Verbatim transcription with images omitted: return the entries below in full.

Segment Start: Supplied material

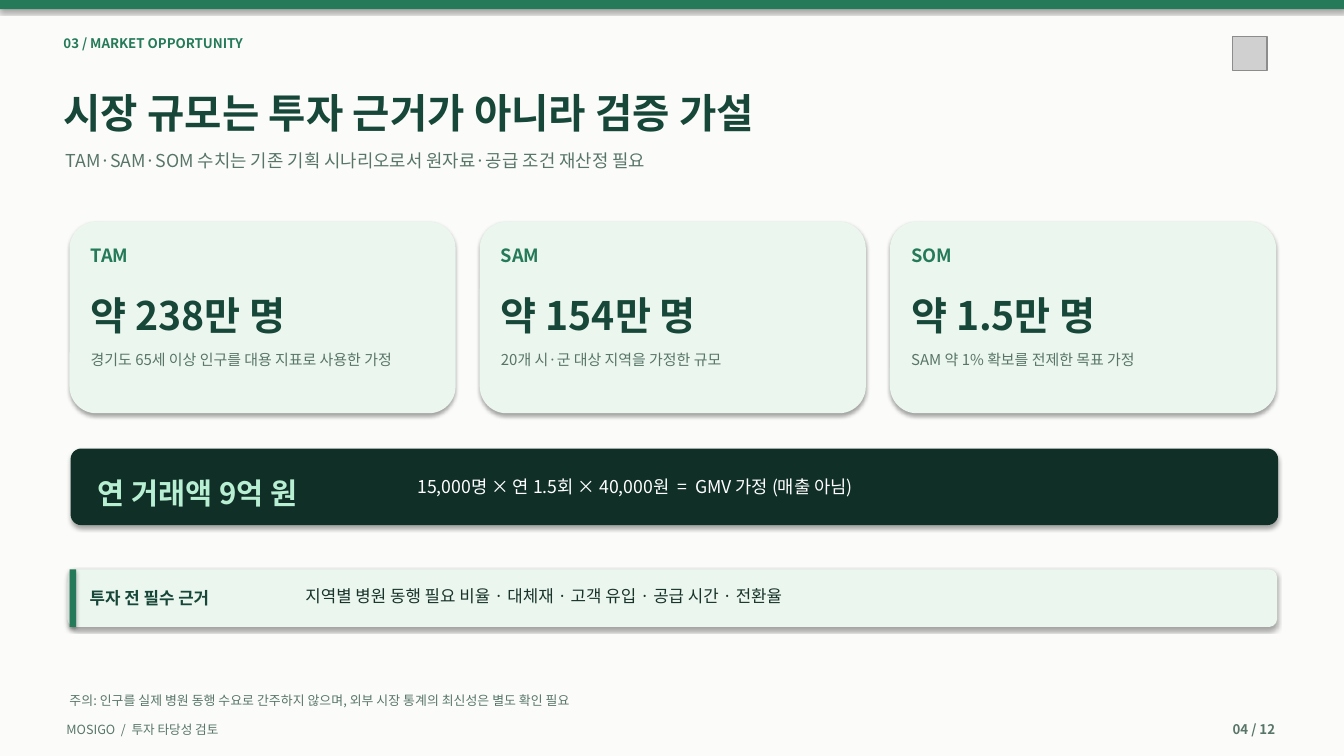
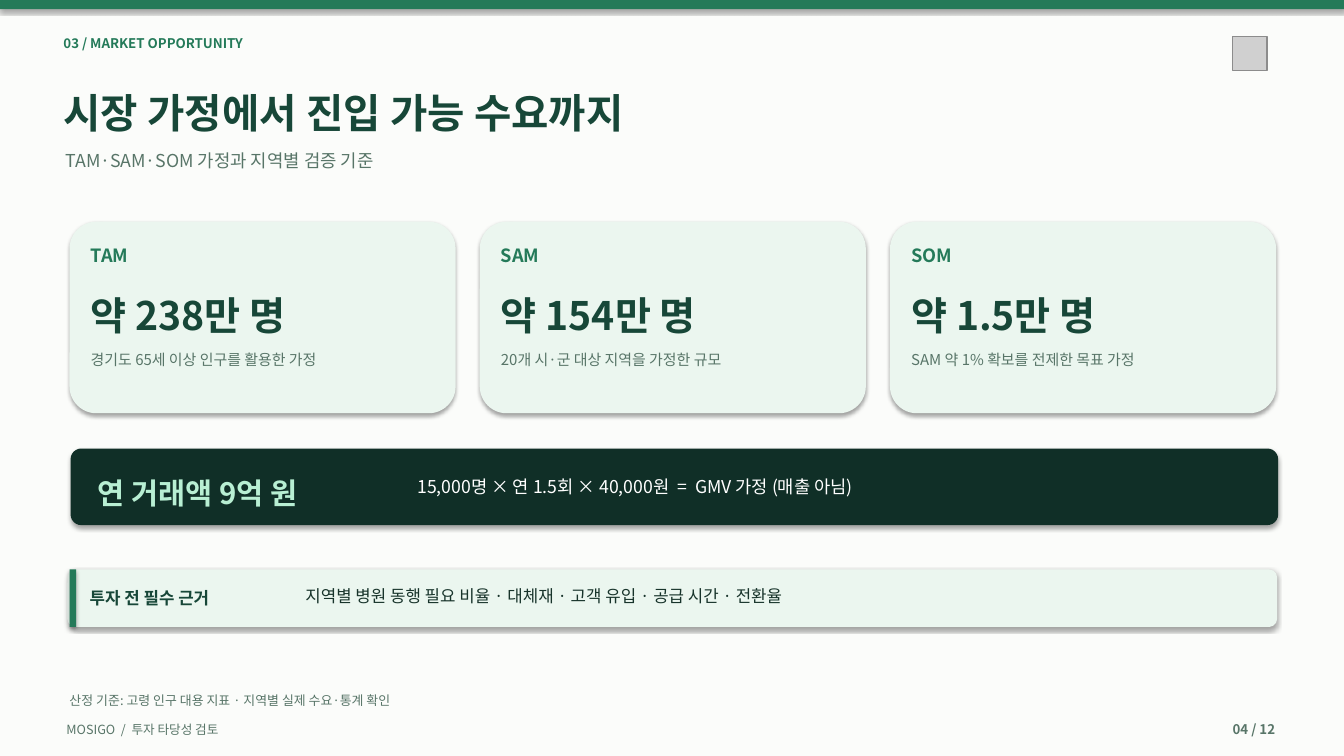
Before and after one commit to dohyunkimmm/mosigo-case-study, a slide deck: slide 4 of downloads/MOSIGO_IR_Investment_Review_12slides.pptx. Drawn at 1344x756 pixels with LibreOffice and Linux fonts; fonts in the diff are those of the drawing; grey boxes stand for pictures. Boxes give left, top, right and bottom in pixels: in the first picture for what was removed or moved away, otherwise in the second. Text is boxed around its words. In the diff, an @@ line names an element or a change of style, - is before the commit and + after.

```diff
--- a/downloads/MOSIGO_IR_Investment_Review_12slides.pptx
+++ b/downloads/MOSIGO_IR_Investment_Review_12slides.pptx
@@ text at bbox=[63, 94, 623, 132]: text changed @@
-시장 규모는 투자 근거가 아니라 검증 가설
+시장 가정에서 진입 가능 수요까지
@@ text at bbox=[65, 152, 374, 169]: text changed @@
-TAM·SAM·SOM 수치는 기존 기획 시나리오로서 원자료·공급 조건 재산정 필요
+TAM·SAM·SOM 가정과 지역별 검증 기준
@@ text at bbox=[91, 352, 316, 366]: text changed @@
-경기도 65세 이상 인구를 대용 지표로 사용한 가정
+경기도 65세 이상 인구를 활용한 가정
@@ text at bbox=[69, 694, 390, 706]: text changed @@
-주의: 인구를 실제 병원 동행 수요로 간주하지 않으며, 외부 시장 통계의 최신성은 별도 확인 필요
+산정 기준: 고령 인구 대용 지표 · 지역별 실제 수요·통계 확인
```
Also in this commit, not shown: 11 other slides changed, 25 other files.

Segment End: Supplied material

» Solution to the exercise
Before and after one commit to dohyunkimmm/mosigo-case-study, a slide deck: slide 4 of downloads/MOSIGO_IR_Investment_Review_12slides.pptx. Drawn at 1344x756 pixels with LibreOffice and Linux fonts; fonts in the diff are those of the drawing; grey boxes stand for pictures. Boxes give left, top, right and bottom in pixels: in the first picture for what was removed or moved away, otherwise in the second. Text is boxed around its words. In the diff, an @@ line names an element or a change of style, - is before the commit and + after.

```diff
--- a/downloads/MOSIGO_IR_Investment_Review_12slides.pptx
+++ b/downloads/MOSIGO_IR_Investment_Review_12slides.pptx
@@ text at bbox=[63, 94, 623, 132]: text changed @@
-시장 규모는 투자 근거가 아니라 검증 가설
+시장 가정에서 진입 가능 수요까지
@@ text at bbox=[65, 152, 374, 169]: text changed @@
-TAM·SAM·SOM 수치는 기존 기획 시나리오로서 원자료·공급 조건 재산정 필요
+TAM·SAM·SOM 가정과 지역별 검증 기준
@@ text at bbox=[91, 352, 316, 366]: text changed @@
-경기도 65세 이상 인구를 대용 지표로 사용한 가정
+경기도 65세 이상 인구를 활용한 가정
@@ text at bbox=[69, 694, 390, 706]: text changed @@
-주의: 인구를 실제 병원 동행 수요로 간주하지 않으며, 외부 시장 통계의 최신성은 별도 확인 필요
+산정 기준: 고령 인구 대용 지표 · 지역별 실제 수요·통계 확인
```
Also in this commit, not shown: 11 other slides changed, 25 other files.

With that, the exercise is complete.